Give the data again exactly, stopping after the "Inputs (mouse positions" line.

######

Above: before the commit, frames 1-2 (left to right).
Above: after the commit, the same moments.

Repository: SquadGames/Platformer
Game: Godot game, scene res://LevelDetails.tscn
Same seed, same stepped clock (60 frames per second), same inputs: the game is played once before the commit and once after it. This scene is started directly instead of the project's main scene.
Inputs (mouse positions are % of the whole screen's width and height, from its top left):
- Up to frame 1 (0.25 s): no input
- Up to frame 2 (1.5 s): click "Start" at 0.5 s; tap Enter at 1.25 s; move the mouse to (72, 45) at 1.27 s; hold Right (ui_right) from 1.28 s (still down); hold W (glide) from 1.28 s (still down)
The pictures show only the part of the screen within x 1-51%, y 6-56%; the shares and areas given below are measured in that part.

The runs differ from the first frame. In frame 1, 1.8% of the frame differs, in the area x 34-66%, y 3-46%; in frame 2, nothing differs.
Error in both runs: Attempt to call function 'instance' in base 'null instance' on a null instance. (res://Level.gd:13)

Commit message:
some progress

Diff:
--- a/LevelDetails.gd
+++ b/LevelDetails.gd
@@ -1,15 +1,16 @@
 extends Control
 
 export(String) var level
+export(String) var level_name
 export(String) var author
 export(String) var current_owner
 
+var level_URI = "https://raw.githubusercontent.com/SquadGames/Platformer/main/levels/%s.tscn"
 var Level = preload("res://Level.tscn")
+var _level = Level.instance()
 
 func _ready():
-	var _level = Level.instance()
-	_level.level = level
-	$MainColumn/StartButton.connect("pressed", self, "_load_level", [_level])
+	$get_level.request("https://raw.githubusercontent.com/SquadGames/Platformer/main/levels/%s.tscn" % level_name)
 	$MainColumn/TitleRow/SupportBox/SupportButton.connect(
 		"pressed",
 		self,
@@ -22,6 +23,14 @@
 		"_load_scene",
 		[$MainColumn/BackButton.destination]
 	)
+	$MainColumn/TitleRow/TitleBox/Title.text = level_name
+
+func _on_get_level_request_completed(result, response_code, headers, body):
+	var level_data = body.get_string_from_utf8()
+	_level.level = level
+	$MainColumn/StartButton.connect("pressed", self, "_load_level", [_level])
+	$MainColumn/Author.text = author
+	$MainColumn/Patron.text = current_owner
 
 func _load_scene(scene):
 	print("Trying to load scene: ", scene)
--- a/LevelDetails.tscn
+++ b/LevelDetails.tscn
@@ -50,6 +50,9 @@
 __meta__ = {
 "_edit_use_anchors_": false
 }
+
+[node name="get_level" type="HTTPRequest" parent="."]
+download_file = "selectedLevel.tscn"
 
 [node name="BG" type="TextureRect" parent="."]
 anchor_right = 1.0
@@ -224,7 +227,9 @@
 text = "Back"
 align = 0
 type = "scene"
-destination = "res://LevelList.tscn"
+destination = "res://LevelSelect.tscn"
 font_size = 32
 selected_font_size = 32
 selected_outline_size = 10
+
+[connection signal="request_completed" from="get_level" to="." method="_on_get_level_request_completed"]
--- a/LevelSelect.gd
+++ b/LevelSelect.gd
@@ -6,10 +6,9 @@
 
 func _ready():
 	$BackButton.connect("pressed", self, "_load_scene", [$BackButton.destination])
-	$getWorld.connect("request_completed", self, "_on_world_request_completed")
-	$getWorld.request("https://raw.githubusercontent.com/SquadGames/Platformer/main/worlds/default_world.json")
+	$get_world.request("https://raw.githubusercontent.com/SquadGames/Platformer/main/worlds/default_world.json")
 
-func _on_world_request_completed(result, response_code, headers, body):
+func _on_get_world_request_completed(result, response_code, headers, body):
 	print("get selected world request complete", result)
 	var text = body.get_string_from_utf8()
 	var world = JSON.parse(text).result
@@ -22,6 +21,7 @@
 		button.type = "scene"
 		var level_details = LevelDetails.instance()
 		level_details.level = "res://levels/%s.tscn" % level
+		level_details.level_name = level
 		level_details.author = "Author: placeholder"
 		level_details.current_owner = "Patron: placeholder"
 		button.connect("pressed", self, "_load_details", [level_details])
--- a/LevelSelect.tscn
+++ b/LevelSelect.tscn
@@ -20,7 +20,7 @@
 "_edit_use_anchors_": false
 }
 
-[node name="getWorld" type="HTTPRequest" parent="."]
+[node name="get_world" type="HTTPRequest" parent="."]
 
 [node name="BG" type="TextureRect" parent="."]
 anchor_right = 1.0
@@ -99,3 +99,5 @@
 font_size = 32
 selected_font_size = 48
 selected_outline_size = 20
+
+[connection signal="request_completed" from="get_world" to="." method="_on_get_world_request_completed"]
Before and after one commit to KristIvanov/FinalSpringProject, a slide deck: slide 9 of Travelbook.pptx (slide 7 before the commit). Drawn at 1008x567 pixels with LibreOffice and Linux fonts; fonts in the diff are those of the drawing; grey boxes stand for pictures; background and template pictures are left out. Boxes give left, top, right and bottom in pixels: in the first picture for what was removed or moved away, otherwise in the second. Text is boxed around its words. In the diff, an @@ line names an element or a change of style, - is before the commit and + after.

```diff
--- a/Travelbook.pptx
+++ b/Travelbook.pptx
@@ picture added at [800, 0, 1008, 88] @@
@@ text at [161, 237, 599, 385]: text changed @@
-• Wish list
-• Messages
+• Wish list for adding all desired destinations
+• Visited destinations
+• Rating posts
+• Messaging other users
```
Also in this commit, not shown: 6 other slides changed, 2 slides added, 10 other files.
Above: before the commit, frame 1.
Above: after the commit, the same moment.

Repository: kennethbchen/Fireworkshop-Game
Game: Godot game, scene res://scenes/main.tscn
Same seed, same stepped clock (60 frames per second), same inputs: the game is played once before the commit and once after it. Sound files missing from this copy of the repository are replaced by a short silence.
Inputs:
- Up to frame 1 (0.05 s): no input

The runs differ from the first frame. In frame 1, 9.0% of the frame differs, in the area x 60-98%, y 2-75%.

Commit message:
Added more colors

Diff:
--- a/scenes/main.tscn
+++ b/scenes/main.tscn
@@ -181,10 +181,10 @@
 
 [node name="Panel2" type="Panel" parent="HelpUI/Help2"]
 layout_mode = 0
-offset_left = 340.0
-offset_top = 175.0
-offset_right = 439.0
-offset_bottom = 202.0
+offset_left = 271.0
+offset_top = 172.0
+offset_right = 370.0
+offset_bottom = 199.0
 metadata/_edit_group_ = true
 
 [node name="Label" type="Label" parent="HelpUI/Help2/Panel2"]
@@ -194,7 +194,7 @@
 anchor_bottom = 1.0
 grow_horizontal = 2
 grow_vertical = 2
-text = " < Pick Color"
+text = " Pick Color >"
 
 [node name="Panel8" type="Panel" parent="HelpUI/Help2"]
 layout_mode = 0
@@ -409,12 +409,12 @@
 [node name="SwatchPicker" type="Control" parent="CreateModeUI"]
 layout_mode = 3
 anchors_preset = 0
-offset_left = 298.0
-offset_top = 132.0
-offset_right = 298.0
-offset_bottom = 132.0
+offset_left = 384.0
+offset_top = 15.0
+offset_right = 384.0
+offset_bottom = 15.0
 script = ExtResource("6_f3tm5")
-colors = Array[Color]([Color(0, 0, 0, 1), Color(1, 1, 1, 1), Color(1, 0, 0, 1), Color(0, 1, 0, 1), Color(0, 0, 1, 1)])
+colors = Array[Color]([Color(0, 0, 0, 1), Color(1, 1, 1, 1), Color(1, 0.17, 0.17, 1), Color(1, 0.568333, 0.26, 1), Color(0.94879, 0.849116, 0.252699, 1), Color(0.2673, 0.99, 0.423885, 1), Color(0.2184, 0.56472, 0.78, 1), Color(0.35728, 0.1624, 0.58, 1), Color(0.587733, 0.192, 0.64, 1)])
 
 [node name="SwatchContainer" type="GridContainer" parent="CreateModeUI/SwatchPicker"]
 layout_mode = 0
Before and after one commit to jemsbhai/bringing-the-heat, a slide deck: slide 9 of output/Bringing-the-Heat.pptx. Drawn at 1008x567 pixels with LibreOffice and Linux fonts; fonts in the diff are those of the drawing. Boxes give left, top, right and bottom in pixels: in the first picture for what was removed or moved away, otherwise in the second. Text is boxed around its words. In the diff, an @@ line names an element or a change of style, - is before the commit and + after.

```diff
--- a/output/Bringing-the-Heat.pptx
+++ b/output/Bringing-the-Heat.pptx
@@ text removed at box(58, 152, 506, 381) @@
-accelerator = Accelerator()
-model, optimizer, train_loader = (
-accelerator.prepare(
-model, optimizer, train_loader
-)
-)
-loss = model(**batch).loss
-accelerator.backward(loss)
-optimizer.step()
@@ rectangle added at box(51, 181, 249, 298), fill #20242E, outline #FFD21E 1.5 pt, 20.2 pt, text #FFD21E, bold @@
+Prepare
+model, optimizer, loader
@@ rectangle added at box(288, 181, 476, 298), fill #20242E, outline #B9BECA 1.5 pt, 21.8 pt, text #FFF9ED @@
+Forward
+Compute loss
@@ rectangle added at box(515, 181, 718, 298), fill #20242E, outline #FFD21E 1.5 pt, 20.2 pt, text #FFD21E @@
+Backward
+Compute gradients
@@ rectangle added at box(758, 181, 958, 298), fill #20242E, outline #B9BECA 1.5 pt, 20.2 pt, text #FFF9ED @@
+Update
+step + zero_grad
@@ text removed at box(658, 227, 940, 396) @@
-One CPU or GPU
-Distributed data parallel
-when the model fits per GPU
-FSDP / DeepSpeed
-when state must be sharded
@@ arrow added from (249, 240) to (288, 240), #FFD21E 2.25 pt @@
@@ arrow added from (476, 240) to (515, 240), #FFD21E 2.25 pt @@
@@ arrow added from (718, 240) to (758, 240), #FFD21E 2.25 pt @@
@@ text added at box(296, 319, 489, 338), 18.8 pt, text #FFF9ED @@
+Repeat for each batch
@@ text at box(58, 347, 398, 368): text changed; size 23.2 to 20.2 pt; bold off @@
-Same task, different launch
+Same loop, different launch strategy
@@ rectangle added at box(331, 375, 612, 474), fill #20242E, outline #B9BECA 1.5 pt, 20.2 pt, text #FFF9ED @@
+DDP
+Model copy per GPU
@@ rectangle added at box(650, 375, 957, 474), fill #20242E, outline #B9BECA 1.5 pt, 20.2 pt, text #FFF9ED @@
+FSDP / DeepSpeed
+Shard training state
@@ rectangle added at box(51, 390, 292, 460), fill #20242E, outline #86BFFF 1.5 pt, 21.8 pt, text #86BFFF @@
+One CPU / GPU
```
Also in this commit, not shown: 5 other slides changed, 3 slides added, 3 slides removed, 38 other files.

######

Result of the task>
Above: before the commit, frames 1-2 (left to right).
Above: after the commit, the same moments.

Repository: SquadGames/Platformer
Game: Godot game, scene res://LevelDetails.tscn
Same seed, same stepped clock (60 frames per second), same inputs: the game is played once before the commit and once after it. This scene is started directly instead of the project's main scene.
Inputs (mouse positions are % of the whole screen's width and height, from its top left):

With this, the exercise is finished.